Die finanzielle Situation im Landkreis Prignitz hat sich in den letzten Jahren dramatisch verschärft. Die Kreisverwaltung sieht sich mit erheblichen Herausforderungen konfrontiert, die nun zu einem eingefrorenen Ausgabenhaushalt und der Vorbereitung einer Haushaltssperre führen. Daniela Pauli, die Sachbereichsleiterin Finanzen, hat ein freiwilliges Haushaltssicherungskonzept angekündigt, um der prekären Lage Herr zu werden. In den kommenden Jahren wird ein Defizit erwartet, das die kommunale Leistungsfähigkeit nachhaltig beeinträchtigen könnte (Nordkurier).
Seit dem 1. Dezember 2025 gilt ein Bestell- und Auftragsstopp für das Haushaltsjahr 2026. Neue vertragliche Verpflichtungen sind nur in unabweisbaren Fällen gestattet, und Ausnahmen müssen von der Kämmerei genehmigt werden. Für 2023 wird ein Defizit im Ergebnishaushalt von über 16 Millionen Euro erwartet, und dieses Minus wird sich im Jahr 2024 voraussichtlich auf rund 20,4 Millionen Euro erhöhen. Die Prognosen zeigen für 2030 sogar ein Minus von über 26 Millionen Euro auf. Hauptursache für diese finanzielle Misere sind die steigenden Transferaufwendungen im Bereich Jugend und Soziales, die nicht ausreichend refinanziert werden können.

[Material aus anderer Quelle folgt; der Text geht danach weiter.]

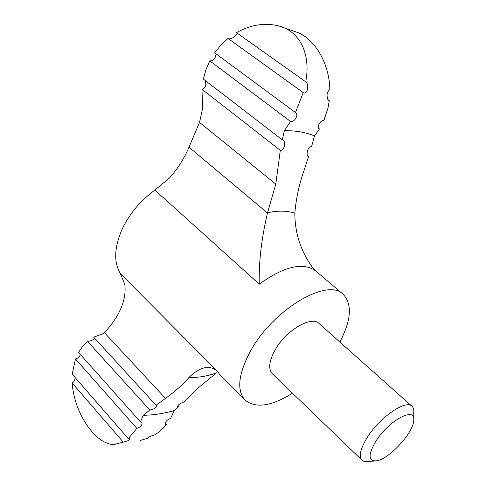<?xml version="1.0" encoding="UTF-8"?>
<svg xmlns="http://www.w3.org/2000/svg" width="486" height="486" viewBox="0 0 486 486"><rect width="100%" height="100%" fill="white"/><g stroke="black" fill="none" stroke-linecap="round" stroke-linejoin="round"><path stroke-width="0.73" d="M308.002 156.352L308.537 156.759L303.944 170.659C299.078 184.662 296.041 198.841 294.832 213.202C294.874 233.086 300.785 251.195 312.571 267.531L315.809 271.012C303.143 261.845 284.292 266.225 259.263 284.152C258.674 262.622 261.419 238.893 267.488 212.965L275.781 184.121L199.527 122.423L202.638 108.178L201.963 89.284L280.307 150.32L275.781 184.121M199.527 122.423L188.987 147.197C184.145 158.612 177.621 168.897 169.42 178.052L154.882 190.081C140.879 200.311 130.157 212.929 122.715 227.94C114.253 246.663 113.457 261.863 120.328 273.551L124.835 284.51C126.585 299.905 119.781 315.961 104.423 332.679L102.759 333.779L93.701 337.223L156.049 405.275L156.935 405.573C156.607 407.626 154.25 409.115 149.852 410.038L143.309 415.293C153.212 415.135 163.515 413.562 174.219 410.579L170.58 418.476C166.874 419.849 165.131 421.805 165.355 424.357L166.364 424.673L163.418 428.002L159.384 431.665L154.985 434.788C150.921 435.978 148.412 437.151 147.44 438.305L139.992 440.565M94.612 338.22C93.221 339.987 90.876 341.057 87.565 341.421L82.608 346.439L78.513 352.399L140.454 421.878L143.309 415.293M140.454 421.878L141.918 422.316C142.459 425.001 140.764 427.024 136.839 428.385L128.261 438.621L130.017 438.779C129.774 440.116 127.508 441.221 123.225 442.096L114.344 444.459C96.343 445.298 74.23 413.944 72.165 382.98C73.963 382.02 74.947 380.295 75.117 377.798M80.081 355.242C79.042 357.332 77.499 358.565 75.458 358.947L72.207 374.19L128.261 438.621M295.464 112.594L303.234 92.619L228.019 38.479L220.857 45.119L214.648 52.792L295.804 112.795C299.054 114.884 293.878 123.031 290.592 121.476L209.776 60.872C213.184 60.987 215.207 58.964 215.857 54.803M209.776 60.872L205.943 69.741L203.342 79.072L282.33 139.853L284.353 130.667L290.592 121.476M177.919 405.537L178.866 406.551L177.706 406.448C177.967 404.874 180.057 403.38 183.975 401.965L199.132 387.135L216.604 372.829M104.423 332.679L165.465 398.38C175.258 391.418 183.149 384.383 189.139 377.282C199.703 367.033 208.937 364.834 216.841 370.684L219.812 374.645L245.084 400.1C255.63 408.629 271.425 406.326 292.481 393.198M376.043 440.905C367.957 454.61 368.127 461.257 376.553 460.831C388.915 459.294 413.13 433.154 413.72 420.712C416.253 405.968 389.268 419.892 376.043 440.905M413.732 418.786L413.768 412.614C414.042 409.71 413.446 407.59 411.982 406.253C406.035 399.37 380.101 416.988 367.513 437.06C360.418 448.493 358.583 456.208 362.003 460.206C363.449 461.56 365.612 461.992 368.485 461.5L374.633 460.995M362.003 460.206L272.367 373.807C268.108 369.038 269.019 361.086 275.094 349.95C285.902 330.425 311.496 315.359 318.986 323.482L411.982 406.253M339.854 342.053C351.342 320.055 352.429 304.127 343.122 294.267C327.655 277.494 273.138 309.303 250.545 350.971C238.292 374.007 236.469 390.38 245.084 400.1M318.543 128.261L319.466 128.942L314.478 135.904C305.785 132.289 295.743 130.546 284.353 130.667M308.537 156.759L308.258 156.583C305.384 154.554 308.379 145.454 311.471 146.948L314.478 135.904M279.152 26.05C265.04 22.423 250.819 24.628 236.488 32.671L305.724 81.824C310.809 55.416 301.004 31.991 279.152 26.05L298.69 32.89C315.511 40.162 329.472 64.146 329.842 89.582C326.671 92.237 326.209 95.857 328.451 100.432L329.271 100.724L328.001 107.965L323.937 120.394C320.973 119.471 316.398 127.144 318.931 128.693L319.466 128.942M327.771 99.654L329.271 100.724M174.219 410.579L178.866 406.551M165.161 423.342L166.364 424.673M147.629 438.008L147.914 438.329M72.165 382.98L123.225 442.096M75.458 358.947L136.839 428.385M87.565 341.421L149.852 410.038M165.465 398.38L156.049 405.275M228.049 38.503C231.099 40.338 238.76 34.312 236.488 32.671M305.724 81.824C309.667 84.649 307.334 95.226 303.258 92.638L303.234 92.619M201.963 89.284C205.675 88.16 206.696 85.19 205.025 80.36M280.307 150.32C283.994 150.976 286.327 142.416 283.229 140.272L282.33 139.853M120.328 273.551L216.841 370.684M154.882 190.081L259.263 284.152M188.987 147.197L267.488 212.965M189.139 377.282C197.529 377.822 206.635 376.377 216.452 372.956M294.832 213.202C287.196 210.632 278.107 210.468 267.561 212.716M343.122 294.267L315.809 271.012"/></g></svg>

Wachsendes Defizit und politische Reaktionen
Der Landrat Christian Müller (SPD) bezeichnet die Lage als „angespannt“. Im Doppelhaushalt 2026/2027 ist bereits ein weiteres Defizit eingepreist, das in den Folgejahren voraussichtlich weiter anwachsen wird. Während 2022 noch ein Überschuss von über 8 Millionen Euro erzielt wurde, wird für 2023 ein Minus von fast 6 Millionen Euro prognostiziert. Diese Entwicklungen führen zu einer kontroversen Diskussion im Kreistag, insbesondere von Seiten der AfD-Fraktion, die Kostensenkungsmaßnahmen fordert (Nag Brandenburg).
Die finanziellen Schwierigkeiten resultieren nicht nur aus den wachsenden Ausgaben für gesetzlich vorgeschriebene Aufgaben, sondern auch aus sinkenden Schlüsselzuweisungen vom Bund und Land. Die Transferkosten, die 2023 auf etwa 126,7 Millionen Euro geschätzt werden, sollen bis 2028 auf über 157 Millionen Euro steigen und fast 172 Millionen Euro bis 2030 erreichen. Müller betont die Notwendigkeit eines Kurswechsels in der Finanzpolitik, um die Handlungsfähigkeit des Landkreises zu sichern.
Maßnahmen und Ausblick
Um den drohenden Kassenkrediten ab 2028 entgegenzuwirken, sollen Maßnahmen zur freiwilligen Haushaltssicherung ergriffen werden. Rücklagen, die in früheren Jahren gebildet wurden, können bis 2028 genutzt werden, danach droht ein gravierendes Defizit von 21,5 Millionen Euro im Jahr 2028, gefolgt von 44,5 Millionen Euro im Jahr 2029 und fast 70 Millionen Euro im Jahr 2030. Müller und Pauli setzen sich dafür ein, dass soziale Leistungen zur Teilhabe aufrechterhalten werden, auch wenn dies eine kreative Herangehensweise erfordert.
Die Zusammenarbeit mit Bund und Land bleibt essenziell, um die finanzielle Situation zu stabilisieren, auch wenn die Gelder aus dem Sondervermögen nur bedingt helfen können. Zusätzlich wird die Kreisumlage stabil bei 42,2 Prozent gehalten, um Städte und Gemeinden nicht zusätzlich zu belasten. Die Situation im Landkreis Prignitz ist ein eindrückliches Beispiel dafür, wie lokale Verwaltungen in Deutschland unter finanziellen Druck geraten können und welche Herausforderungen es zu bewältigen gilt, um die kommunale Leistungsfähigkeit zu erhalten.